Lately I've been accused of "obsessing" about a pesky financial problem. Not a gigantic problem, but a source of ongoing irritation and minor conflict. At any rate, this financial quandary got into my mind, and I found myself waking up thinking about it, thinking about it while auto-piloting through my morning get-ready-for-work routine, and defaulting to it during random periods of mind wandering. It's common to default to thoughts that carry the most emotional punch, and this one was pulling anger triggers.

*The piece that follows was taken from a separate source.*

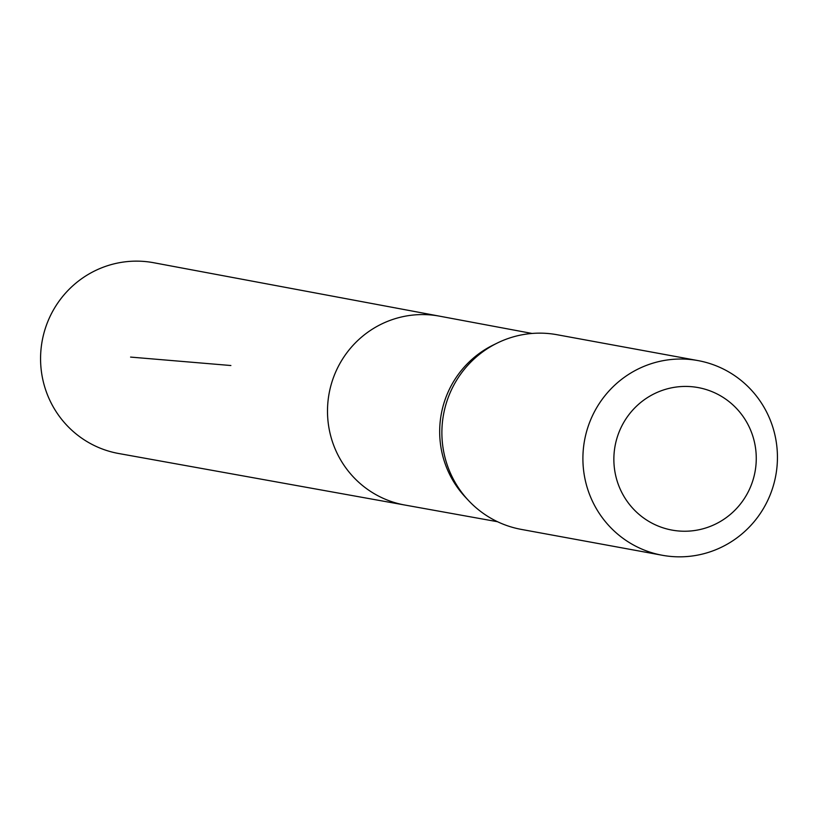 <?xml version="1.0" encoding="UTF-8"?>
<svg xmlns="http://www.w3.org/2000/svg" width="818" height="818" viewBox="0 0 818 818"><rect width="100%" height="100%" fill="white"/><g stroke="black" fill="none" stroke-linecap="round" stroke-linejoin="round"><path stroke-width="1.23" d="M497.405 342.987L493.336 344.981A95.634 93.937 100.4 0 0 465.411 497.201L468.509 500.504A98.968 97.209 -79.6 0 1 497.405 342.987A98.968 97.209 -79.6 0 1 557.007 334.715L698.03 360.595A98.968 97.209 -79.6 0 1 777.1 465.554A98.968 97.209 -79.6 0 1 662.314 555.269A98.968 97.209 -79.6 0 1 584.553 440.391A98.968 97.209 -79.6 0 1 698.03 360.595M497.518 521.72L404.838 505.033A96.013 94.315 -79.6 0 1 329.102 393.519A96.013 94.315 -79.6 0 1 439.501 316.157L153.702 262.731A96.984 95.266 -79.6 0 0 40.9 350.595A96.984 95.266 -79.6 0 0 118.692 453.509L404.838 505.033A96.013 94.315 -79.6 0 1 329.102 393.519A96.013 94.315 -79.6 0 1 439.501 316.157L532.068 333.458M662.314 555.269L521.281 529.399A98.968 97.209 -79.6 0 1 468.509 500.504M756.016 464.409A72.444 71.156 -79.6 0 1 644.441 518.561A72.444 71.156 -79.6 0 1 654.727 393.53A72.444 71.156 -79.6 0 1 756.016 464.409M230.881 365.523L130.583 357.088"/></g></svg>

Now it's not really fun to stew on things that make you angry or that fall into the problem category but if it doesn't slip overboard into the OCD compartment, then it does serve a purpose. In this case, I got my "aha" moment in the shower. In fact the solution was so embarrassingly obvious that I'm amazed I didn't see it before. But that's what happens when your mind is locked in tunnel vision when trying to brainstorm solutions. It doesn't have full-range access to your memory banks where all kinds of information resides. Think of these snippets of memory and knowledge as long-forgotten documents stored on the Z drive of your computer. You may not remember what's there or where you saved it, but that info stills exists and a good computer program can find it.Bottom of Form
Well, your mind-wandering capacity is like that computer program--it can get to solutions that your conscious mind just can't see.
A 2009 University of British Columbia study confirmed that while daydreaming, the brain recruits complex regions of the brain, including the "executive network," which is associated with complex problem solving and which, as the "executive" moniker indicates, is the command center of the brain. Prior to this study, it was thought that the executive network was the exclusive problem-solving region and that mind wandering and daydreaming did not involve the "executive network." But this study debunked that theory."This is a surprising finding, that these two brain networks are activated in parallel," said the study's lead researcher Kalina Christoff. "Until now, scientists have thought they operated on an either-or basis--when one was activated, the other was thought to be dormant."
My particular answer cropped up after a significant amount of research and study, so it didn't magically appear out of the blue. It was a culmination of work I'd been doing. I was just able to suddenly see the answer, which appeared like a snapshot image in my mind. Sort of like House receives his moment of insight in the TV show of the same name.
My little moment was just that--fairly insignificant. But there's a lot of anecdotal evidence, especially in the field of science, in which scientists after long periods of toil were finally rewarded with Eureka moments: Henri Poincare gained his key insight into Fuchsian functions (a theory of geometry) while boarding a bus. Friedrich Kekule suddenly understood the structure of a benzene moleclue while watching the curling smoke rings of a fire. I'm sure friends and relatives thought they were "obsessed," and maybe they were, but that's also how they got their answers: working on a problem, stewing on it, and then seeing the light in an unexpected moment. This kind of lost-in-thought thinking is where we get the term "absent minded." A misnomer as the person isn't absent from his or her mind, but deeply within it.
Obsessing about life's mundane problems is not as fun as obsessing about the novel you want to write or a scientific breakthrough or the details of a great vacation. But it can pay off in big ways and in small. Sometimes you have to put a problem on your priority list, let it take over a bit, and trust that the answer will bubble up when you least expect it.